I have a kafka spark streaming job which runs a consumer reading data every 10 minutes which reads from a producer and the job runs fine for a while up to 25 hours but then for some reason it fails and it gives this error message.
Each time after about that time it fails with the same error message attached below.
As well I just attached the a more detailed error message the shutdown hook seems to be called on its own.
Looks like the error message you highlightet is just a result of the 'driver terminated or disconnected' event before. I think your client gets disconnected and the next 'read' operation is then failing. I think the root cause for the disconnect is what needs to be identified.

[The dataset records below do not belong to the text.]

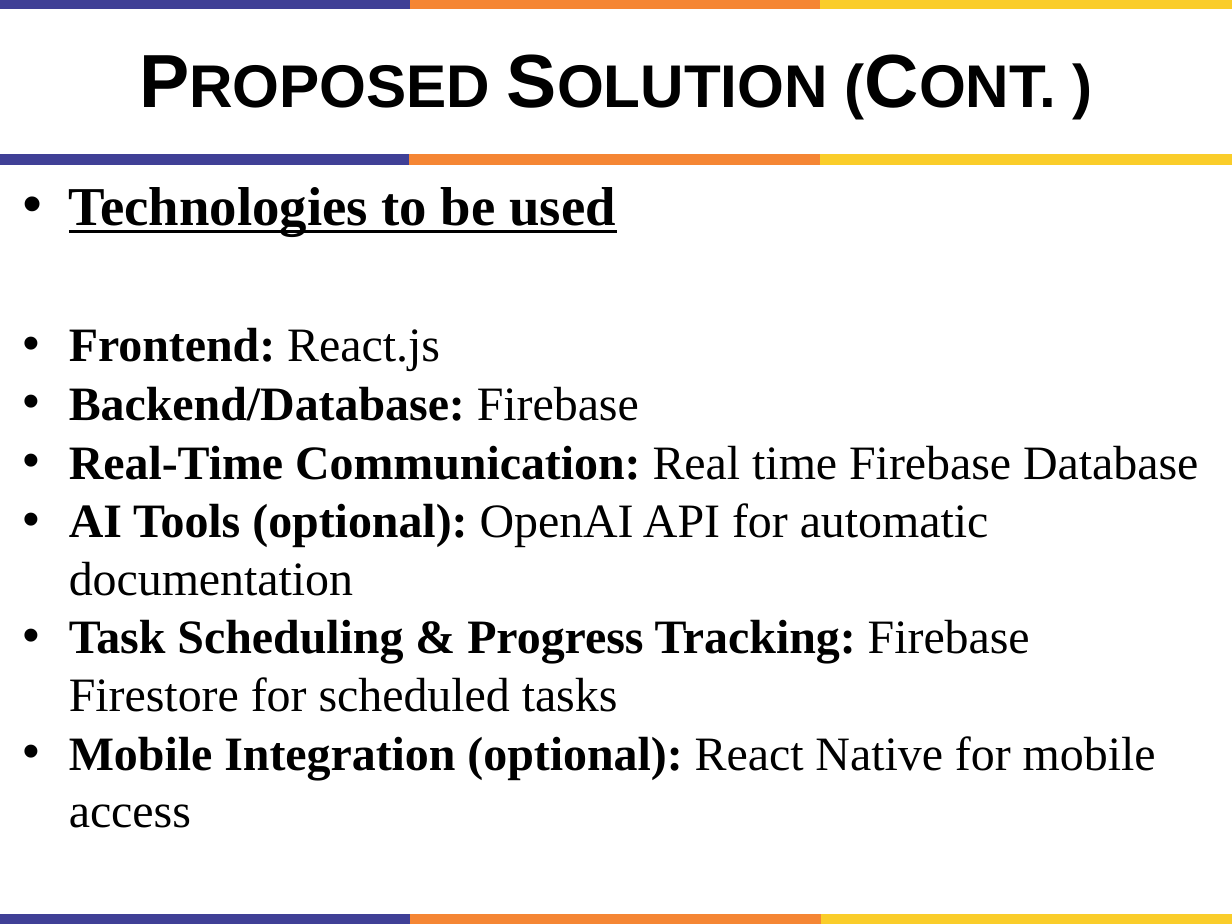
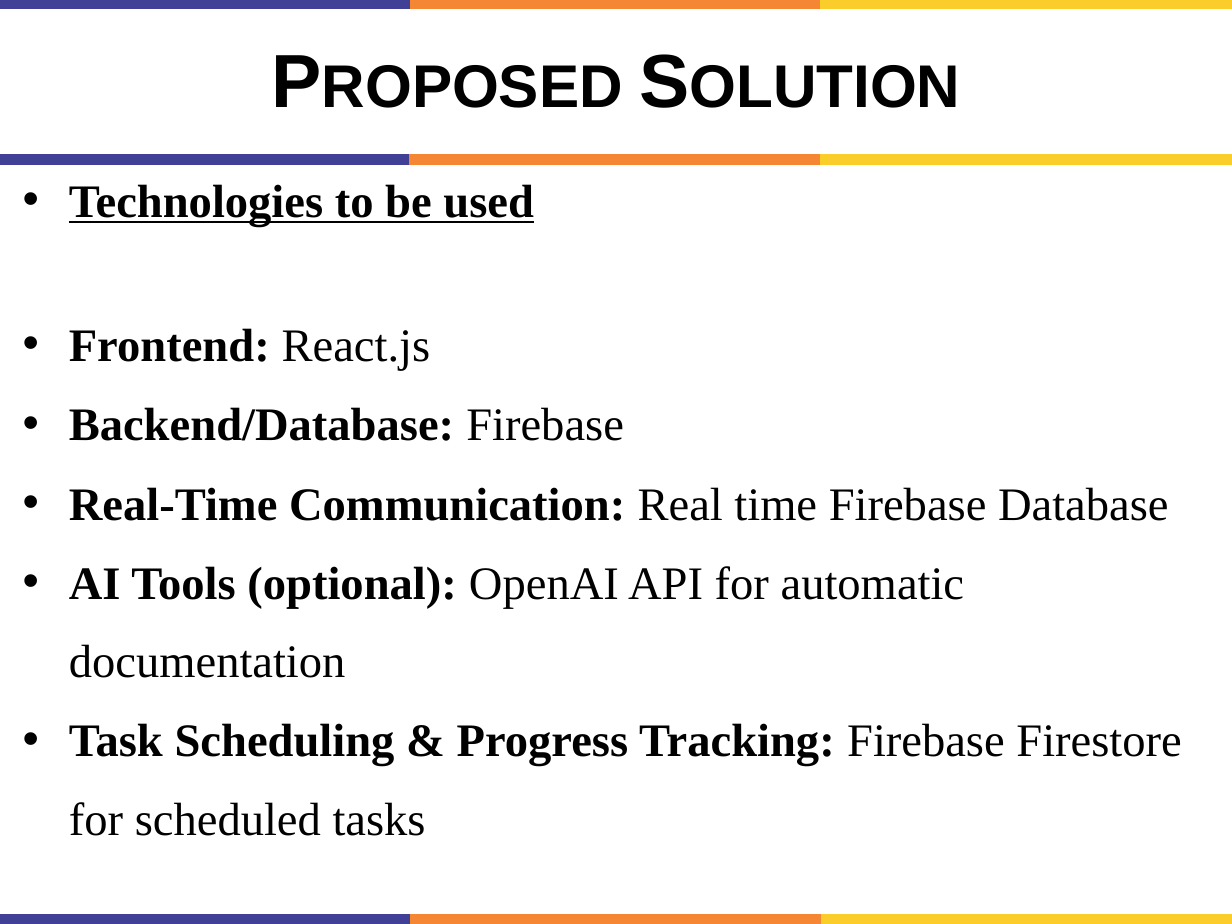
Before and after one commit to engineershoaibakhter/University-Courses, a slide deck: slide 11 of My 7th Semester/FYP/FYP PPT.pptx. Drawn at 1232x924 pixels with LibreOffice and Linux fonts; fonts in the diff are those of the drawing. Boxes give left, top, right and bottom in pixels: in the first picture for what was removed or moved away, otherwise in the second. Text is boxed around its words. In the diff, an @@ line names an element or a change of style, - is before the commit and + after.

```diff
--- a/My 7th Semester/FYP/FYP PPT.pptx
+++ b/My 7th Semester/FYP/FYP PPT.pptx
@@ title at [0, 0, 1232, 154]: text changed @@
-Proposed Solution (Cont. )
+Proposed Solution
@@ text "Technologies to be used" at [69, 184, 1181, 836]: size 32 to 27.2 pt in "Technologies to be used"; size 28 to 27.2 pt; line spacing 1 to 1.4 @@
@@ text at [69, 736, 1156, 828]: paragraph removed @@
-• Mobile Integration (optional): React Native for mobile access
```
Also in this commit, not shown: 9 other slides changed, 1 other file.

I can only guess on this, as nothing is in the screenshot, but as you write 24h up to 25h, I would investigate in these directions:
Thanks for the reply. Ive looked through my logs yarn logs stdout and stderr and have not found anything that explain this. Now I am facing issue where it may time out in only a few iterations of running the spark streaming I am trying to pinpoint the cause do you have any suggestion how I may go about it. It is very unpredictable may run well for 5 hours or might just crash on first run like 5 minutes.
I guess you still have the same log entries? 'driver terminated or disconnected'? Is there any hint in the log before that message? What happens if you try a reconnect directly after the disconnect?
How is your client connected to the cluster? I.e. via LAN or via Internet?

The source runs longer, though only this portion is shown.